Items from a dataset:

######

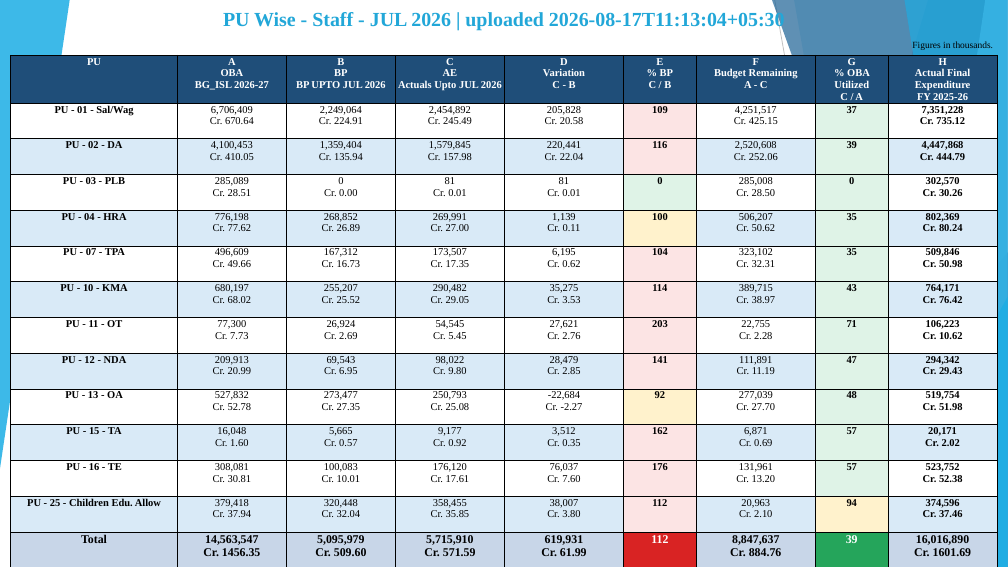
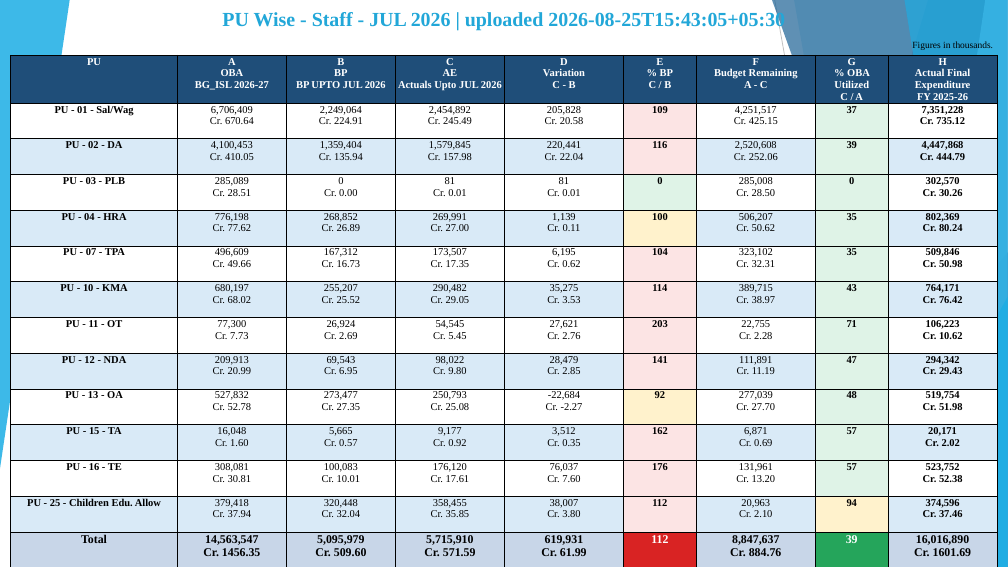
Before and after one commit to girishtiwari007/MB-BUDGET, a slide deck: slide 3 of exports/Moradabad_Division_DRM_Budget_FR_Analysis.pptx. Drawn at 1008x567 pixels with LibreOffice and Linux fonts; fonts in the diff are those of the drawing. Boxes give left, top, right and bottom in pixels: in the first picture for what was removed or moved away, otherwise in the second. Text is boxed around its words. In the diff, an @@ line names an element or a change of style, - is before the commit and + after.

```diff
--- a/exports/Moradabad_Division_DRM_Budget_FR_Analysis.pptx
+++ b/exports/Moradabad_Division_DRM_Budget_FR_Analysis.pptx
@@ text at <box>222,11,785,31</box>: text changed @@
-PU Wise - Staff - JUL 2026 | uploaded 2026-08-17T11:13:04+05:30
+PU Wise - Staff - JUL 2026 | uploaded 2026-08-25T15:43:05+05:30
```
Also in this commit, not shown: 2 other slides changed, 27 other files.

######

Problem to solve :: Would you retype every line shown above exactly, leaving the pictures aside?

Exercise solution ::
Before and after one commit to girishtiwari007/MB-BUDGET, a slide deck: slide 3 of exports/Moradabad_Division_DRM_Budget_FR_Analysis.pptx. Drawn at 1008x567 pixels with LibreOffice and Linux fonts; fonts in the diff are those of the drawing. Boxes give left, top, right and bottom in pixels: in the first picture for what was removed or moved away, otherwise in the second. Text is boxed around its words. In the diff, an @@ line names an element or a change of style, - is before the commit and + after.

```diff
--- a/exports/Moradabad_Division_DRM_Budget_FR_Analysis.pptx
+++ b/exports/Moradabad_Division_DRM_Budget_FR_Analysis.pptx
@@ text at <box>222,11,785,31</box>: text changed @@
-PU Wise - Staff - JUL 2026 | uploaded 2026-08-17T11:13:04+05:30
+PU Wise - Staff - JUL 2026 | uploaded 2026-08-25T15:43:05+05:30
```
Also in this commit, not shown: 2 other slides changed, 27 other files.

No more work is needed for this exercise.